Par Geneviève NORMAND.

Mark Carney entame mardi une visite d’Etat de quatre jours en Chine, la première en huit ans pour un Premier ministre canadien, afin de renforcer le commerce avec Pékin et de tourner la page sur des années de tensions diplomatiques.

Le chef de gouvernement canadien y est attendu du 13 au 17 janvier, à l’invitation du président chinois Xi Jinping lancée en octobre.

Les deux dirigeants avaient initié un rapprochement l’automne dernier lors de leur rencontre en Corée du Sud en marge du sommet de la Coopération économique pour l’Asie-Pacifique (APEC), que Mark Carney avait qualifiée de “tournant” dans la relation sino-canadienne.

Sa visite visera à “renforcer la collaboration dans les domaines du commerce, de l’énergie, de l’agriculture et de la sécurité internationale”, ont indiqué ses services dans un communiqué.

Et elle marquera surtout la première visite d’un Premier ministre canadien depuis celle de Justin Trudeau en décembre 2017 qui a été suivie par des années de brouille diplomatique entre les deux pays.

“Ce voyage est une avancée majeure”, estime Gordon Houlden, ancien diplomate canadien et directeur de l’Institut de la Chine à l’Université de l’Alberta.

“Si certains des problèmes commerciaux qui affectent nos exportations sont d’origine politique, alors résoudre cette question devrait avoir un effet positif sur le commerce”, explique-t-il à l’AFP.

Les relations entre les deux pays se sont fortement détériorées en 2018 après l’arrestation d’une dirigeante du géant technologique chinois Huawei au Canada à la demande des Etats-Unis, suivie de l’emprisonnement de deux ressortissants canadiens en Chine, soupçonnés d’espionnage par Pékin.

La Chine a été accusée d’interférence dans les élections canadiennes ces dernières années.

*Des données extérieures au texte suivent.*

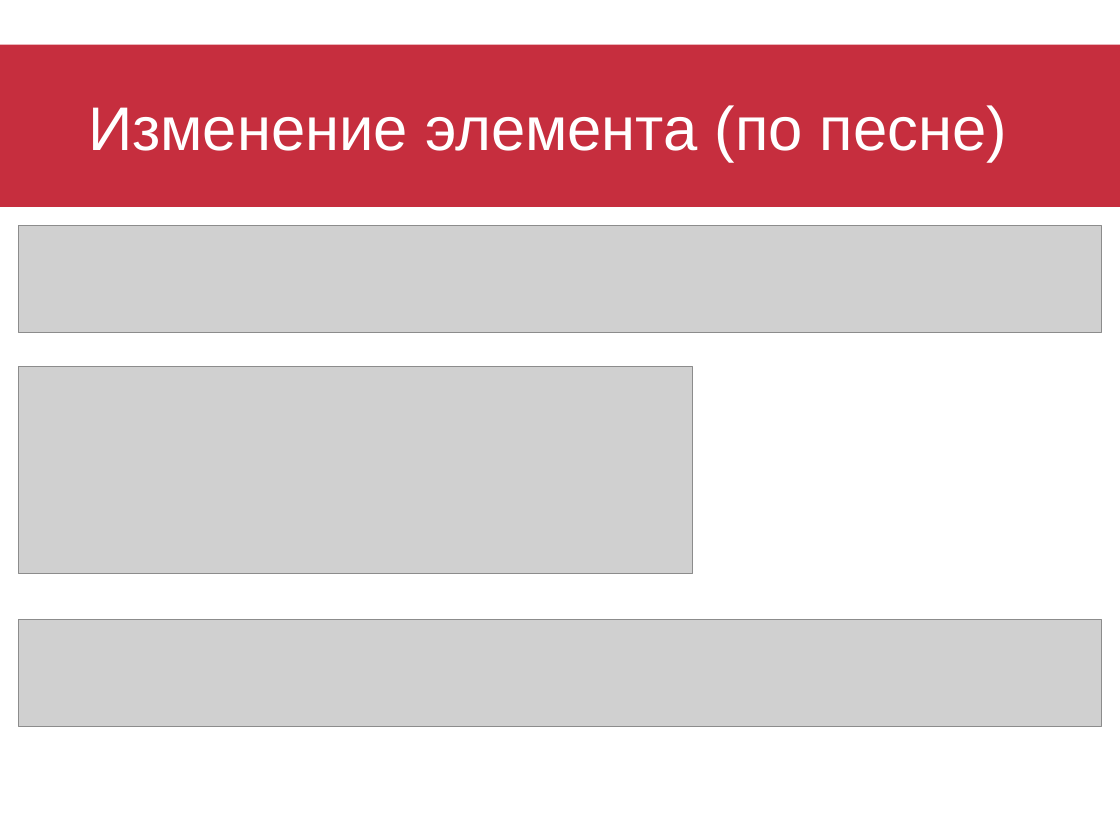
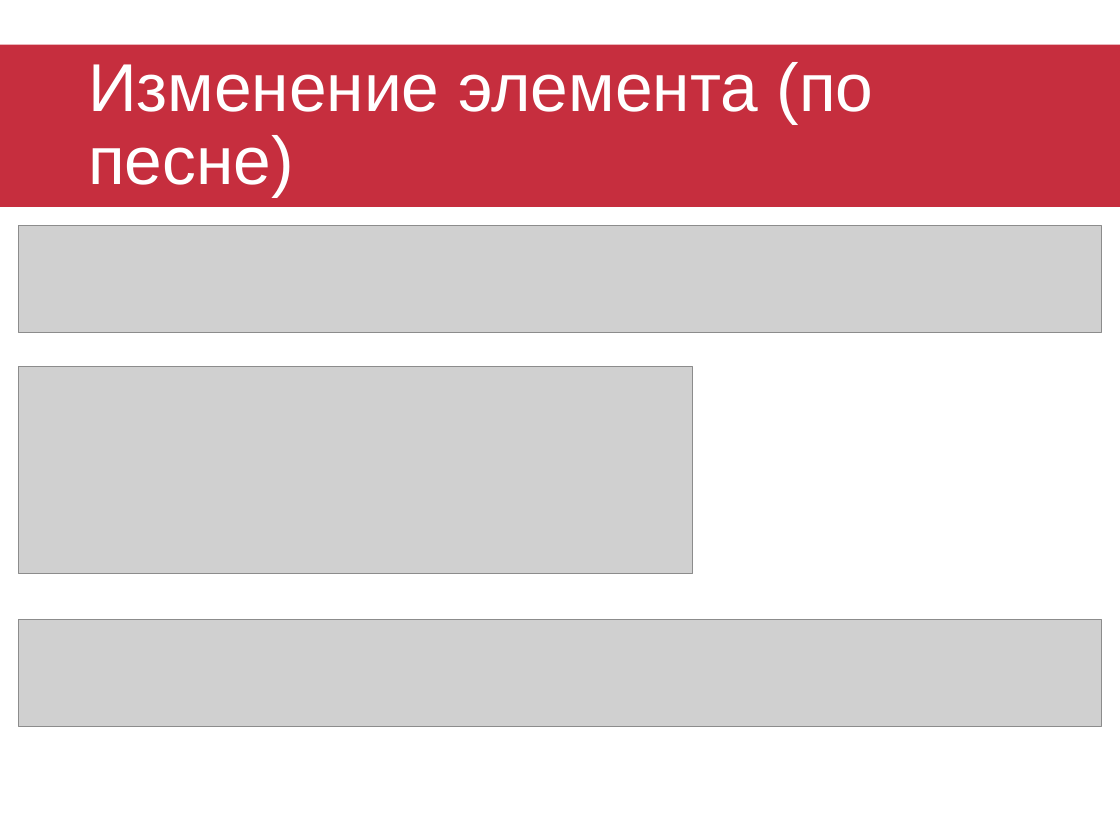
Before and after one commit to Ilyuska/IR_IAP, a slide deck: slide 9 of Презентация.pptx. Drawn at 1120x840 pixels with LibreOffice and Linux fonts; fonts in the diff are those of the drawing; grey boxes stand for pictures. Boxes give left, top, right and bottom in pixels: in the first picture for what was removed or moved away, otherwise in the second. Text is boxed around its words. In the diff, an @@ line names an element or a change of style, - is before the commit and + after.

```diff
--- a/Презентация.pptx
+++ b/Презентация.pptx
@@ title "Изменение элемента (по песне)" at <box>88,62,874,197</box>: size 39.6 to 43.5 pt; line spacing 1 to 0.9 @@
```
Also in this commit, not shown: 6 other slides changed.

Lors de sa visite, Mark Carney doit rencontrer le Premier ministre chinois Li Qiang et des chefs d’entreprise pour toute la partie consacrée aux relations commerciales.

– “L’éléphant dans la pièce” –

Au-delà de rebâtir les liens diplomatiques, Ottawa espère avec cette visite établir des partenariats stratégiques avec la Chine, diversifier ses échanges commerciaux et attirer de nouveaux investissements.

Car le Canada, confronté au protectionnisme américain et aux attaques du président Donald Trump, tente de développer de nouveaux marchés pour rompre sa dépendance économique envers les Etats-Unis.

Et la Chine est le deuxième partenaire commercial du Canada avec un volume d’échanges bilatéraux de marchandises qui a atteint 118,7 milliards $ en 2024.

“Cette visite est importante car la Chine est évidemment une superpuissance incontournable”, affirme à l’AFP Guy Saint-Jacques, ambassadeur du Canada en Chine entre 2012 à 2016, prédisant que la rencontre entre les deux dirigeants entraînera un “recalibrage important” des relations.

Selon lui, une entente sur les véhicules électriques et l’approvisionnement énergétique chinois est possible à l’issue des rencontres.

Mais “l’éléphant dans la pièce”, rappelle-t-il, demeure la question des droits de douane, appliqués de part et d’autre.

Depuis l’été 2024, Ottawa et Pékin s’affrontent sur le front commercial: surtaxes canadiennes sur les véhicules électriques et l’acier chinois, et ripostes chinoises sur des produits agricoles canadiens, dont le canola, un oléagineux utilisé pour l’alimentation et les biocarburants.

“Quels que soient les accords conclus entre le Canada et la Chine, ils seront scrutés à Washington et pourraient influencer nos discussions sur l’accord ACEUM (accord de libre-échange nord-américain)”, explique Vina Nadjibulla, vice-présidente de la Fondation Asie Pacifique du Canada.

Elle estime par ailleurs que le défi pour Mark Carney en Chine “sera de faire progresser les objectifs économiques sans pour autant sacrifier les priorités en matière de sécurité nationale”.

Après ce déplacement, le Premier ministre canadien doit se rendre au Qatar pour une visite bilatérale et en Suisse pour participer à la réunion annuelle du Forum économique mondial.